Andrew Kirmse's Home Page

Some things I have worked on

TI-Runner Editor, a level editor for a Loderunner-like game that I reverse engineered. This sold a few copies in 1987 before the TI/99-4A went under.

The arcade game emulator MAME, for which I did some work on the Windows UI.

Meridian 59, the first 3D MMO. I created this with my brother Chris in 1994, and it was published in 1996. It is available to download on Steam and still runs today.

My master's thesis was implementing the two-phase commit for Thor, an object-oriented database, in Barbara Liskov's group at MIT in 1995.

I built some nice multiplayer networking libraries for the Sega Dreamcast that unfortunately never saw the light of day.

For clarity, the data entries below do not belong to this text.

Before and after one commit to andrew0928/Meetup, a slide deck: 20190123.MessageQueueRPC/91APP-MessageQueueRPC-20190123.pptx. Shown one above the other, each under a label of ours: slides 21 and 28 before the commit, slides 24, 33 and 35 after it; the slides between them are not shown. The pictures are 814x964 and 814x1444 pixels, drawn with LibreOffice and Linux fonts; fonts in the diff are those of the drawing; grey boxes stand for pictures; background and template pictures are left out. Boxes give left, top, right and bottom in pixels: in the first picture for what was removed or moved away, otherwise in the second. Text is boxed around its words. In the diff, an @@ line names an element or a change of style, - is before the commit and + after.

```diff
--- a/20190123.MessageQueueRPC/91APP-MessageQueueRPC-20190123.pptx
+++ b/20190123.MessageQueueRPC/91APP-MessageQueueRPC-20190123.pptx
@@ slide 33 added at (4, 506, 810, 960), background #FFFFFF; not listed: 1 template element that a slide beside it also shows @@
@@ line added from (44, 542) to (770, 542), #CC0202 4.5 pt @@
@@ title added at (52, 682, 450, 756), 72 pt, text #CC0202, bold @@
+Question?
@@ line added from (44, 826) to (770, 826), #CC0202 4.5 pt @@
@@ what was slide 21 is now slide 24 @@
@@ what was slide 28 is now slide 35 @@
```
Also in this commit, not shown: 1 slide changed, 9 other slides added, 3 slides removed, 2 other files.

Star Wars: Starfighter, a million-selling space combat game for the Playstation 2 and Xbox (2001). I wrote the graphics, animation and collision detection systems, and snuck in a multiplayer mode as an Easter egg.

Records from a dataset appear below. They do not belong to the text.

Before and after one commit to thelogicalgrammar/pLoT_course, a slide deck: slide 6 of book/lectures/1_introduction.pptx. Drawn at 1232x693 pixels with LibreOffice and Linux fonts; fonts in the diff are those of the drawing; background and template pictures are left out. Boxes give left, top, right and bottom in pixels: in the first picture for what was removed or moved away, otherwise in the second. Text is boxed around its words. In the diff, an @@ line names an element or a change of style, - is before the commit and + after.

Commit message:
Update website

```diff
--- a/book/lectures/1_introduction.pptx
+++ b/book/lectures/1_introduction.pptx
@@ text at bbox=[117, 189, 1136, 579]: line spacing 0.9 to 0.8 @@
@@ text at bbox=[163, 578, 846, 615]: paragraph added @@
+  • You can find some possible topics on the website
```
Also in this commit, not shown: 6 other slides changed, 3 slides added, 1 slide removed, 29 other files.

Game Programming Gems, a series of books on game programming. I contributed to the first 4 volumes and was the editor of Game Programming Gems 4.

Google Desktop (2004).

Google Maps. I helped launch Maps in 2005.

Google Earth. Engineering director in 2010.

Google Maps for Mobile. Engineering director in 2011.

Google Now. I co-created Google Now and recruited and led the engineering team. It launched in 2012.

Peakbagger, an Android app for tracking mountain climbs, which I wrote in 2014. I released an iOS version in 2015.

I ran an analysis of U.S. terrain data and found 10 new county high points. Here is a KML file with the full results.

I ran an analysis of global terrain data to compute the true isolation of every mountain in the world. A description is here.

After mountain prominence researcher Edward Earl's death in 2015, I helped to restore his WinProm program to a usable state. I later computed the prominence of every mountain in the world here, and wrote a journal article here. In 2020 I updated the results to compute the subsidence of every basin in the world.